A structured set of objections, weighed in public.

Desk editor's note, referee report, simulated authors' rebuttal, and a circularity audit. Tearing a paper down is the easy half of reading it; the pith above is the substance, this is the friction.

Referee Report

2 major / 2 minor

Summary. The paper proposes an identifiable latent bandit framework that applies nonlinear independent component analysis (ICA) to observational records of decisions and outcomes. It claims that this yields provably identifiable latent representations sufficient to infer optimal actions in new bandit instances, thereby enabling shorter exploration than classical bandits. The approach is evaluated in simulated and semi-synthetic environments, with gains reported when the identification conditions hold.

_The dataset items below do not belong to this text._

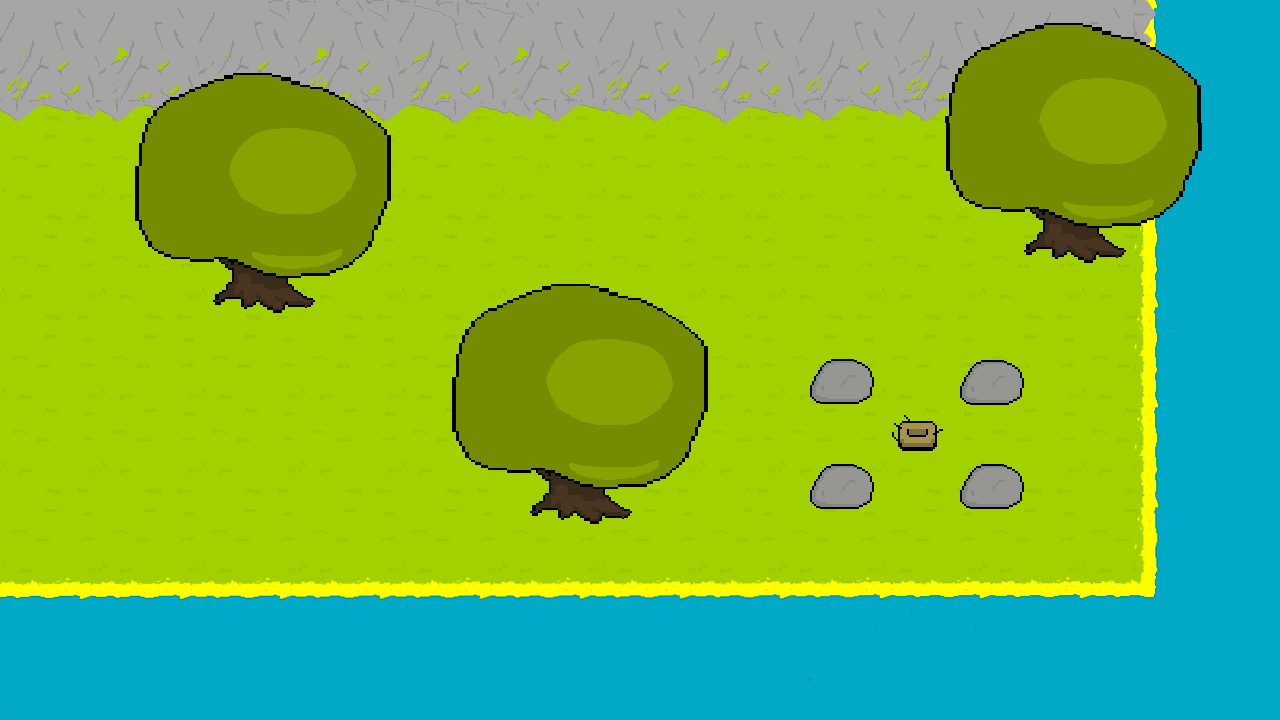
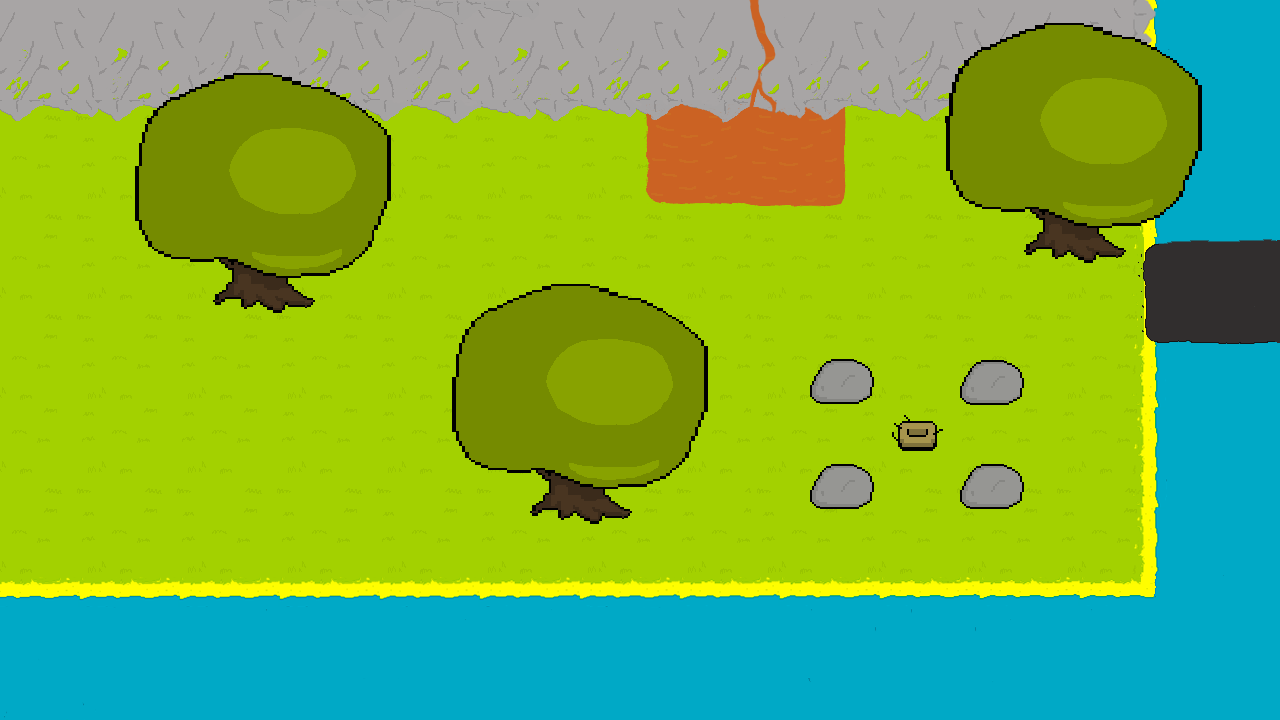
Layers edited between the first and the second 1280 x 720 image:
removed layer "Favor não questionar" over [151, 0, 1202, 123]
renamed "Layer 7" to "arvores", moved it above "ponte", painted on it over [151, 23, 1202, 345]
removed layer "Layer 6" over [151, 73, 378, 123]
removed layer "Layer 5" over [949, 23, 1202, 263]
added layer "ponte" above "lava-poça" over [1138, 237, 1280, 345]
added layer "lava-poça" above "lava-montanha" over [646, 104, 846, 207]
added layer "lava-montanha" above "favor não questionar" over [735, 0, 795, 121]
renamed "Camada 9" to "favor não questionar", painted on it over [151, 0, 1202, 123]
removed layer "Camada 8" over [755, 0, 764, 23]
removed layer "Camada 7" over [749, 0, 764, 23]
removed layer "Camada 6" over [151, 0, 1280, 345]
removed layer "Tile-GX" over [151, 0, 1280, 345]
painted on "Tile-X4" over [151, 0, 1280, 345]

Significance. If the identification result is shown to hold for the bandit data-generating process, the work would provide a principled way to transfer knowledge from historical data to new personalized decision problems, potentially lowering sample complexity in domains such as medicine. The explicit linkage of nonlinear ICA identifiability to bandit optimality is a substantive contribution when the requisite conditions are verified.

major comments (2)
  1. [Abstract / identification section] Abstract and identification theorem (presumably Section 3): the claim that nonlinear ICA 'provably identifies representations from observational data' sufficient for optimal actions requires an explicit derivation showing that the bandit data-generating process under an unknown behavior policy supplies the independent latent variation, invertible mixing, and auxiliary contrast needed for consistent recovery. Standard nonlinear ICA results do not automatically apply when the behavior policy may correlate actions with rewards or restrict support; without this derivation the sufficiency claim does not follow.
  2. [Experiments] Experimental evaluation: the reported gains are conditioned on 'identifying conditions are satisfied,' yet no ablation or diagnostic is described that checks whether the learned latents satisfy the independence and variation assumptions on the actual observational data. This leaves open whether the empirical improvements are due to the claimed identification or to other factors.
minor comments (2)
  1. [Preliminaries / method] Clarify the precise statement of the nonlinear ICA assumptions (e.g., which auxiliary variation source is used) and how they map onto the bandit observation model.
  2. [Experiments] Add error bars or confidence intervals to all reported performance curves and tables.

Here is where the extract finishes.